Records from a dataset
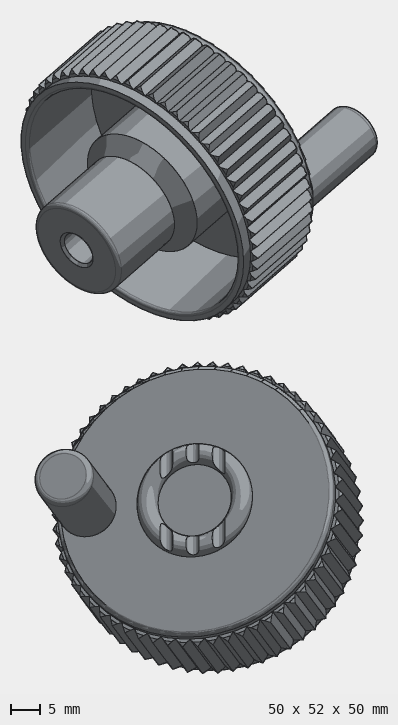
import cadquery as cq
import math


rim_diameter = 47.48
rim_front_y = 15.0
wheel_back_y = 34.2
back_edge_radius = 0.7
cavity_diameter = 44.6
back_wall_thickness = 2.0
cavity_floor_y = wheel_back_y - back_wall_thickness
cavity_lip_radius = 0.5

hub_diameter = 18.0
hub_edge_radius = 0.7
hub_base_diameter = 23.4
hub_cone_front_y = rim_front_y
hub_cone_back_y = hub_cone_front_y + (hub_base_diameter - hub_diameter) / 2
bore_diameter = 6.0
bore_depth = 20.0
bore_mouth_chamfer = 0.5

knurl_diameter = 50.0
knurl_front_y = 16.85
knurl_back_y = 32.4
tooth_count = 60
tooth_half_angle = 45.0
knurl_chamfer_radial = 0.7
knurl_chamfer_axial = 0.4

bead_outer_diameter = 19.8
bead_inner_diameter = 12.6
bead_radius = (bead_outer_diameter - bead_inner_diameter) / 4
bead_groove_radius = 1.1
bead_groove_pitch = 4.5
bead_groove_count = 3

handle_diameter = 10.0
handle_offset_x = 18.5
handle_end_y = 51.98
handle_edge_radius = 1.0


def cylinder(diameter, y_start, y_end, x=0.0):
    """Solid cylinder along Y between two stations."""
    plane = cq.Plane(origin=(x, y_start, 0), xDir=(1, 0, 0), normal=(0, 1, 0))
    return cq.Workplane(plane).circle(diameter / 2).extrude(y_end - y_start)


def revolve_about_y(points):
    """Solid of revolution from (radius, y) points."""
    return cq.Workplane("XY").polyline(points).close().revolve(360, (0, 0, 0), (0, 1, 0))


def make_shell():
    """Cup-shaped wheel, open toward the hub end."""
    shell = cylinder(rim_diameter, rim_front_y, wheel_back_y)
    shell = shell.faces(">Y").edges().fillet(back_edge_radius)
    shell = shell.cut(cylinder(cavity_diameter, rim_front_y, cavity_floor_y))
    lip = cq.selectors.RadiusNthSelector(0)
    return shell.faces("<Y").edges(lip).fillet(cavity_lip_radius)


def make_hub():
    """Hub with a conical step to a wider base."""
    hub = revolve_about_y([
        (0, 0),
        (hub_diameter / 2, 0),
        (hub_diameter / 2, hub_cone_front_y),
        (hub_base_diameter / 2, hub_cone_back_y),
        (hub_base_diameter / 2, cavity_floor_y),
        (0, cavity_floor_y),
    ])
    return hub.faces("<Y").edges().fillet(hub_edge_radius)


def make_bore():
    """Blind bore with a chamfered mouth, as a cutting body."""
    bore_radius = bore_diameter / 2
    return revolve_about_y([
        (0, 0),
        (bore_radius + bore_mouth_chamfer, 0),
        (bore_radius, bore_mouth_chamfer),
        (bore_radius, bore_depth),
        (0, bore_depth),
    ])


def make_knurl():
    """Ring of sharp V-shaped teeth with chamfered ends."""
    half_pitch = math.pi / tooth_count
    tip_radius = knurl_diameter / 2
    flank_slope = math.tan(math.radians(tooth_half_angle))
    root_radius = tip_radius / (math.cos(half_pitch) + math.sin(half_pitch) / flank_slope)

    outline = []
    for tooth in range(tooth_count):
        crest_angle = 2 * half_pitch * tooth
        root_angle = crest_angle + half_pitch
        outline.append((tip_radius * math.cos(crest_angle), tip_radius * math.sin(crest_angle)))
        outline.append((root_radius * math.cos(root_angle), root_radius * math.sin(root_angle)))
    plane = cq.Plane(origin=(0, knurl_front_y, 0), xDir=(1, 0, 0), normal=(0, 1, 0))
    teeth = cq.Workplane(plane).polyline(outline).close().extrude(knurl_back_y - knurl_front_y)

    end_radius = tip_radius - knurl_chamfer_radial
    blank = revolve_about_y([
        (0, knurl_front_y),
        (end_radius, knurl_front_y),
        (tip_radius, knurl_front_y + knurl_chamfer_axial),
        (tip_radius, knurl_back_y - knurl_chamfer_axial),
        (end_radius, knurl_back_y),
        (0, knurl_back_y),
    ])
    opening = cylinder((rim_diameter + cavity_diameter) / 2, knurl_front_y, knurl_back_y)
    return teeth.intersect(blank).cut(opening)


def make_bead():
    """Half-round ring on the back face, crossed by round-bottomed grooves along Z."""
    inner_radius = bead_inner_diameter / 2
    outer_radius = bead_outer_diameter / 2
    crest_y = wheel_back_y + bead_radius
    seat_y = wheel_back_y - back_wall_thickness / 2
    bead = (
        cq.Workplane("XY")
        .moveTo(inner_radius, seat_y)
        .lineTo(inner_radius, wheel_back_y)
        .threePointArc((inner_radius + bead_radius, crest_y), (outer_radius, wheel_back_y))
        .lineTo(outer_radius, seat_y)
        .close()
        .revolve(360, (0, 0, 0), (0, 1, 0))
    )
    for index in range(bead_groove_count):
        groove_x = (index - (bead_groove_count - 1) / 2) * bead_groove_pitch
        groove = (
            cq.Workplane("XY")
            .center(groove_x, crest_y)
            .circle(bead_groove_radius)
            .extrude(outer_radius, both=True)
        )
        bead = bead.cut(groove)
    return bead


def make_handle():
    """Crank handle standing on the back wall."""
    handle = cylinder(handle_diameter, cavity_floor_y, handle_end_y, handle_offset_x)
    return handle.faces(">Y").edges().fillet(handle_edge_radius)


wheel = make_shell().union(make_knurl()).union(make_hub())
wheel = wheel.union(make_bead()).union(make_handle())
result = wheel.cut(make_bore())

> [Task instructions]:
Working through the records, copy each line in which the word "math" appears.

> [Solution to the problem]:
import math
    half_pitch = math.pi / tooth_count
    flank_slope = math.tan(math.radians(tooth_half_angle))
    root_radius = tip_radius / (math.cos(half_pitch) + math.sin(half_pitch) / flank_slope)
        outline.append((tip_radius * math.cos(crest_angle), tip_radius * math.sin(crest_angle)))
        outline.append((root_radius * math.cos(root_angle), root_radius * math.sin(root_angle)))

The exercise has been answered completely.